Object Annotations

Annotator to detect objects.

Detecting objects in an image is an import task for the analysis of both still and moving images. This modules provides the generic annotator ObjectAnnotator to which a specific object detector can be inserted. The module also supplies a direct wrapper to the RetinaNet algorithm, which includes 80 classes of common objects.

class dvt.annotate.obj.ObjectAnnotator(**kwargs)[source]

Bases: dvt.abstract.FrameAnnotator

Annotator for detecting objects in frames or images.

The annotator will return a list with one DictList item for every frame with a detected object.

detector

An object with a method called detect that takes an image and returns a set of detect objects.

freq

How often to perform the embedding. For example, setting the frequency to 2 will embed every other frame in the batch.

Type:int
frames

An optional list of frames to process. This should be a list of integers or a 1D numpy array of integers. If set set to something other than None, the freq input is ignored.

Type:array of ints
name

A description of the aggregator. Used as a key in the output data.

Type:str
annotate(batch)[source]

Annotate the batch of frames with the object detector.

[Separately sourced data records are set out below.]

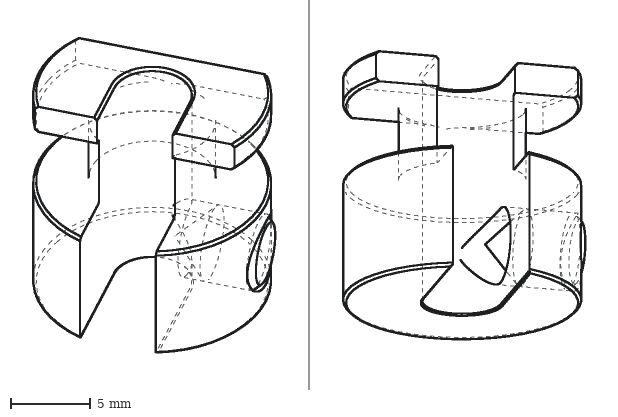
import cadquery as cq

outer_diameter = 15.0
total_height = 15.0
base_height = 8.01
head_thickness = 2.0
head_back_y = 4.0
head_front_y = -3.57
neck_diameter = 2 * head_back_y
slot_width = 5.0
edge_chamfer = 0.2
slot_foot_chamfer = 0.1
neck_fillet = 0.2

screw_diameter = 4.92
screw_height = base_height / 2
screw_tip_x = 1.5
screw_end_chamfer = 0.45

outer_radius = outer_diameter / 2
slot_end_y = -1.1 * outer_radius
neck_radius = neck_diameter / 2
slot_radius = slot_width / 2
screw_radius = screw_diameter / 2
head_bottom_z = total_height - head_thickness


def make_base():
    """Round base with chamfered rims."""
    base = cq.Workplane("XY").circle(outer_radius).extrude(base_height)
    return base.faces("<Z or >Z").chamfer(edge_chamfer)


def make_head():
    """Disc with chamfered rims, cut flat at the front and the back."""
    disc = (
        cq.Workplane("XY", origin=(0, 0, head_bottom_z))
        .circle(outer_radius)
        .extrude(head_thickness)
        .faces("<Z or >Z")
        .chamfer(edge_chamfer)
    )
    flats = (
        cq.Workplane("XY", origin=(0, (head_back_y + head_front_y) / 2, head_bottom_z))
        .rect(outer_diameter, head_back_y - head_front_y)
        .extrude(head_thickness)
    )
    return disc.intersect(flats)


def make_neck():
    """Revolved neck that flares with a fillet into the base and the head."""
    flare_radius = neck_radius + neck_fillet
    neck = (
        cq.Workplane("XZ")
        .moveTo(0, base_height)
        .lineTo(flare_radius, base_height)
        .radiusArc((neck_radius, base_height + neck_fillet), neck_fillet)
        .lineTo(neck_radius, head_bottom_z - neck_fillet)
        .radiusArc((flare_radius, head_bottom_z), neck_fillet)
        .lineTo(0, head_bottom_z)
        .close()
        .revolve(360, (0, 0, 0), (0, 1, 0))
    )
    behind_flat = (
        cq.Workplane("XY", origin=(0, head_back_y + neck_fillet, head_bottom_z - neck_fillet))
        .rect(neck_diameter, 2 * neck_fillet)
        .extrude(neck_fillet)
    )
    return neck.cut(behind_flat)


def slot_outline(radius, z):
    """U outline around the axis, open toward -Y."""
    return (
        cq.Workplane("XY", origin=(0, 0, z))
        .moveTo(-radius, slot_end_y)
        .lineTo(-radius, 0)
        .threePointArc((0, radius), (radius, 0))
        .lineTo(radius, slot_end_y)
        .close()
    )


def make_slot():
    """Full-height slot, widened by a chamfer at the head top and a smaller one at the base."""
    slot = slot_outline(slot_radius, 0).extrude(total_height)
    mouth = (
        slot_outline(slot_radius + edge_chamfer, total_height)
        .extrude(-edge_chamfer, taper=45)
    )
    foot = (
        slot_outline(slot_radius + slot_foot_chamfer, 0)
        .extrude(slot_foot_chamfer, taper=45)
    )
    return slot.union(mouth).union(foot)


def make_screw_hole():
    """Cross hole from the slot out through the +X side of the base."""
    return (
        cq.Workplane("YZ", origin=(0, 0, screw_height))
        .circle(screw_radius)
        .extrude(outer_radius)
    )


def make_holder():
    body = make_base().union(make_neck()).union(make_head())
    return body.cut(make_slot()).cut(make_screw_hole())


def make_set_screw():
    """Plain shank with a 90 degree cone point and a chamfered outer end."""
    return (
        cq.Workplane("XY", origin=(0, 0, screw_height))
        .moveTo(screw_tip_x, 0)
        .lineTo(screw_tip_x + screw_radius, screw_radius)
        .lineTo(outer_radius - screw_end_chamfer, screw_radius)
        .lineTo(outer_radius, screw_radius - screw_end_chamfer)
        .lineTo(outer_radius, 0)
        .close()
        .revolve(360, (0, 0, 0), (1, 0, 0))
    )


holder = make_holder()
set_screw = make_set_screw()
result = cq.Compound.makeCompound([holder.val(), set_screw.val()])

Parameters:batch (FrameBatch) – A batch of images to annotate.
Returns:A list of dictionaries containing the video name, frame, and any additional information (i.e., bounding boxes or object names) supplied by the detector.
name = 'obj'
class dvt.annotate.obj.ObjectDetectRetinaNet(cutoff=0.5)[source]

Bases: object

Detect objects using RetinaNet.

An object detector that locates 80 object types.

cutoff

A cutoff value for which objects to include in the final output. Set to zero (default) to include all object. The default is 0.5.

Type:float
detect(img)[source]

Detect objects in an image.

Parameters:img (numpy array) – A single image stored as a three-dimensional numpy array.
Returns:A list of dictionaries where each dictionary represents a detected object. Keys include the bounding box (top, left, bottom, right), a confidence score, and the class of the object.